Have you had the pleasure of blowing young minds by revealing that production-grade databases come with fully fledged authnz systems that you can just...use right out of the box?
Can you say more? I’m interested.
I guess they mean something like Postgres' row-level security:
https://www.postgresql.org/docs/current/ddl-rowsecurity.html
Databases have pretty robust access controls to limit (a sql user's) access to tables, schemas, etc. Basic controls like being able to read but not write, and more advanced situations like being able to access data through a view or stored procedure without having direct access to the underlying tables.
Those features aren't used often in modern app development where one app owns the database and any external access is routed through an API. They were much more commonly used in old school apps enterprise apps where many different teams and apps would all directly access a single db.
Byte vs. Int is premature optimization. But indexing, primary keys, join tables, normalization vs. denormalization, etc. are all important.
I think you can only judge that by knowing the context, like the domain and the experience of the designer/dev within that domain.
I looked at a DB once and thought "why are you spending effort to create these datatypes that use less storage, I'm used to just using an int and moving on."
Then I looked at the volumes of transactions they were dealing with and I understood why.
This is perfectly fine when you are driving some app that has a per-user experience that allows you to wrap up most of their experience in some blobs.
However I would still advise people to use a third normal form - they help you, constraints help you, and often other sets of tooling have poor support for constraints on JSON. Scanning and updating every value because you need to update some subset sucks.
You first point is super valid though - understanding the domain is very useful and you can get easily 10x the performance by designing with proper types involved, but importantly don't just build out the model before devs and customers have a use for anything, this is a classic mistake in my eyes (and then skipping cleanup when that is basically unused.)
If you want to figure out your data model in depth beforehand there's nothing wrong with that... but you will still make tons of mistakes mistakes, lack of planning will require last minute fixes, and the evolution of the product will have your original planning gather dust.
Mirrors my experience exactly.

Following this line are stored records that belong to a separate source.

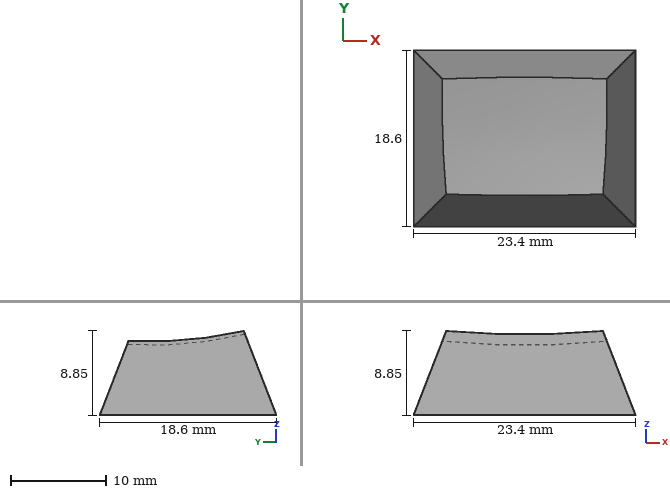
import cadquery as cq
import math

base_width = 23.38
base_depth = 18.6
corner_height = 8.85
wall_angle = 21.2
blank_height = 10.52

dish_radius_x = 87.9
dish_radius_y = 43.49
dish_center_y = 4.02
dish_half_length = 18.7


def sagitta(radius, half_chord):
    """Rise of an arc above its lowest point at a given distance from it."""
    return radius - math.sqrt(radius**2 - half_chord**2)


corner_inset = corner_height * math.tan(math.radians(wall_angle))
corner_x = base_width / 2 - corner_inset
corner_y = base_depth / 2 - corner_inset
corner_swing_radius = dish_radius_x - sagitta(dish_radius_y, corner_y + dish_center_y)
dish_axis_z = corner_height + math.sqrt(corner_swing_radius**2 - corner_x**2)
dish_bottom_z = dish_axis_z - dish_radius_x


def make_tapered_block():
    """Rectangular block whose walls all lean inward by the same angle."""
    return (
        cq.Workplane("XY")
        .rect(base_width, base_depth)
        .extrude(blank_height, taper=wall_angle)
    )


def make_dish_cutter():
    """Barrel around an axis parallel to Y, far above the keycap."""
    end_z = dish_bottom_z + sagitta(dish_radius_y, dish_half_length)
    back_y = dish_center_y + dish_half_length
    front_y = dish_center_y - dish_half_length
    return (
        cq.Workplane("YZ")
        .moveTo(front_y, dish_axis_z)
        .lineTo(front_y, end_z)
        .threePointArc((dish_center_y, dish_bottom_z), (back_y, end_z))
        .lineTo(back_y, dish_axis_z)
        .close()
        .revolve(360, (front_y, dish_axis_z), (back_y, dish_axis_z))
    )


def make_keycap():
    """Tapered block with the dished top."""
    return make_tapered_block().cut(make_dish_cutter())


keycap = make_keycap()
result = cq.Compound.makeCompound([keycap.solids().val()])

Querying json can get complex to get info from the db. SQLite is kind of forgiving because sequences of queries (I mean query, modify in appliation code that fully supports json ie js, then query again) are less painful meaning it's less moprtant to do everytning in the database for performance reasons. But if you're trying to do everything in 1 query, I think you pay for it at application-writing time over and over.
So, you're basically running DynamoDB on top of a sql server?
This is essentially just a data warehousing style schema. I love me a narrow db table.
But I do try and get a schema that fits the business if I can.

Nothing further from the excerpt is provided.